Thursday, April 12, 2007 ♥
hais . ♥ 10:01 PM
i just know something dat i`ll never wish to know .how i wish i could just be kept in the dark .but dis wun do me any good .it`s better to know everything now .its better to be hurt now den in the future .i dun wan to fall even deeper n deeper .the truth always hurt .but dere is no running away for it .no matter how much u run away ,end up u also must face the consequences .life`s just like dat .dere`s happy times .n dere`s sad times too .for mine is mostly all sad ders bahhs .actually i ownself also dunno .i dunno how to pick myself up n walk again .刚放弃一段上新的感情,又来了一个我根本也没想到的东西。

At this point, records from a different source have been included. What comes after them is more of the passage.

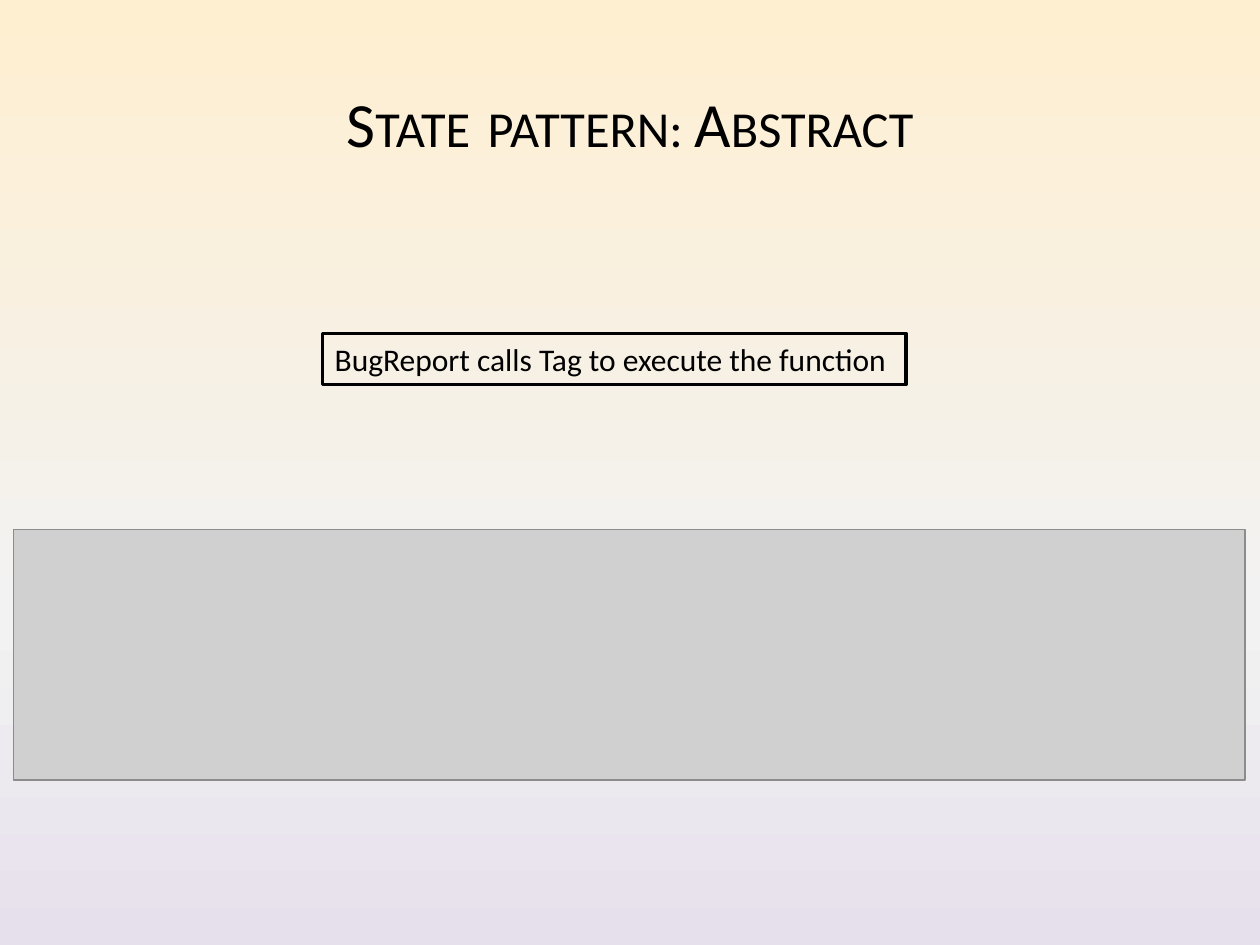
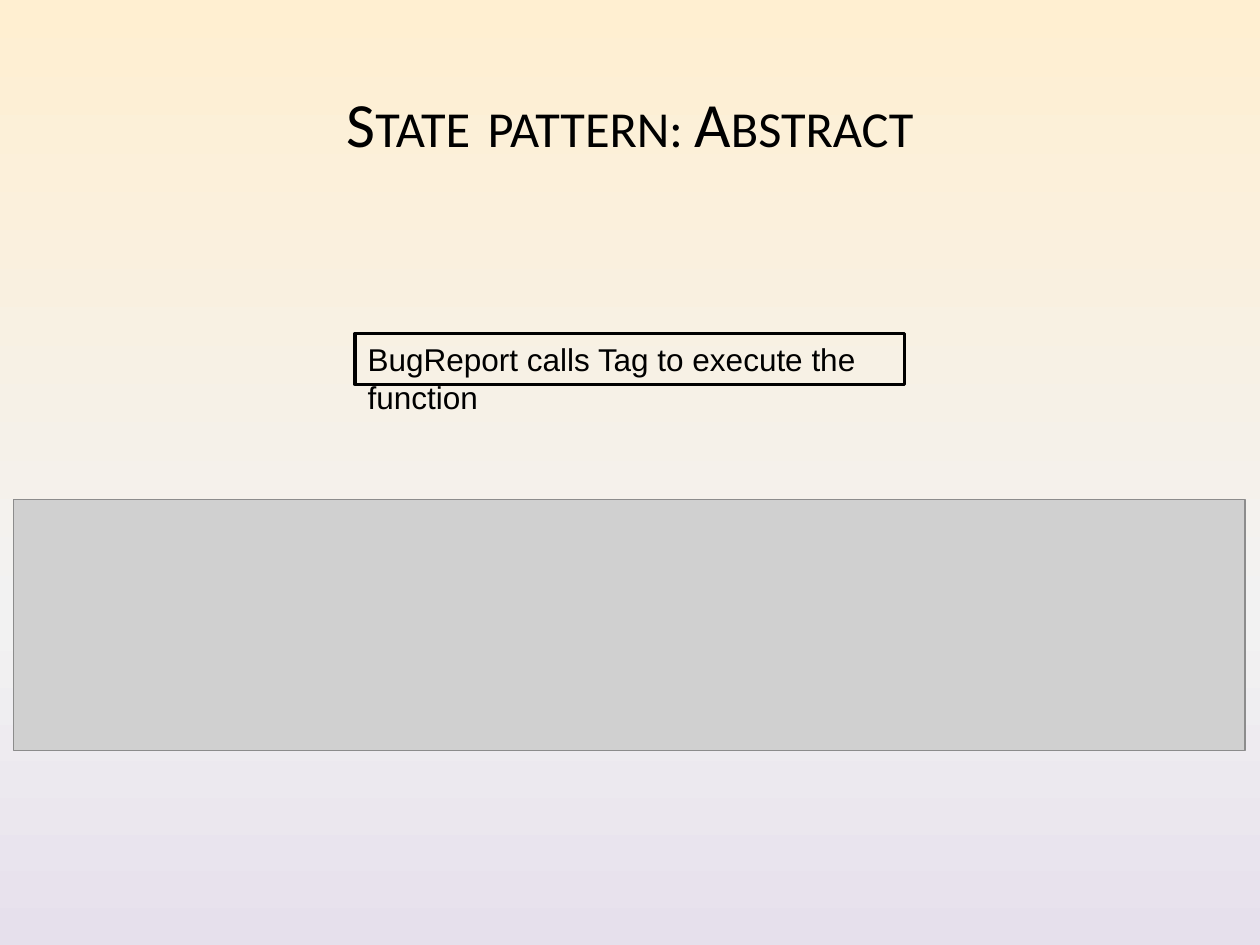
Before and after one commit to Nickelium/Software-Development, a slide deck: slide 9 of Presentaties/Iteratie 2/SWOP Presentatie 2 Inhoud.pptx. Drawn at 1260x945 pixels with LibreOffice and Linux fonts; fonts in the diff are those of the drawing; grey boxes stand for pictures. Boxes give left, top, right and bottom in pixels: in the first picture for what was removed or moved away, otherwise in the second. Text is boxed around its words. In the diff, an @@ line names an element or a change of style, - is before the commit and + after.

```diff
--- a/Presentaties/Iteratie 2/SWOP Presentatie 2 Inhoud.pptx
+++ b/Presentaties/Iteratie 2/SWOP Presentatie 2 Inhoud.pptx
@@ rectangle "BugReport calls Tag to execute ...": place and size @@
-rectangle "BugReport calls Tag to execute ..." at [323, 334, 906, 384]
+rectangle "BugReport calls Tag to execute ..." at [355, 334, 905, 384]
@@ rectangle "BugReport calls Tag to execute ..." at [355, 334, 905, 384]: font Calibri to Arial @@
@@ picture: place and size @@
-picture at [14, 529, 1245, 780]
+picture at [14, 500, 1245, 751]
```
Also in this commit, not shown: 8 other slides changed.

不是没想过,只是没想到会这么早就发生,我不知道要怎样爬起来,不想去面对这个残酷的事实。但是,如果我不去面对,我所受到的伤害会比现在还多,可是,我真得不懂要怎样做才好。我真得不懂 。。。放弃是一定要,但是我不懂要怎样!伤害是一定会有。我不想哭,可是不知道为什么眼泪会自己掉下来。是应该伤心,还是快乐?我已经一次又一次的被伤害,也许这是我应得的吧.我可以让人开心,但是我却不能让我自己开心,我不知道要怎样去面对.这对我来说,根本不是一种不正常的事,我已经习惯了.可是,还是会有怪怪的感觉。i`m glad dat i`m not kept in the dark .i dun wan to be a stupid ________no matter wat ,life still haf to go on .i just need to figure out wat i should do for my nxt step .but i really dun wish to tink anymore .just hope dat dere`s someone to guide me along thru my life .den i need nt do anything .but dat`s impossible .dun b guilty ,it`s nt ur fault .everything starts from me .i`m the source .it has nth to do with u .i dunno whr to pick myself up .i just haf to depend on myself .Sigh ..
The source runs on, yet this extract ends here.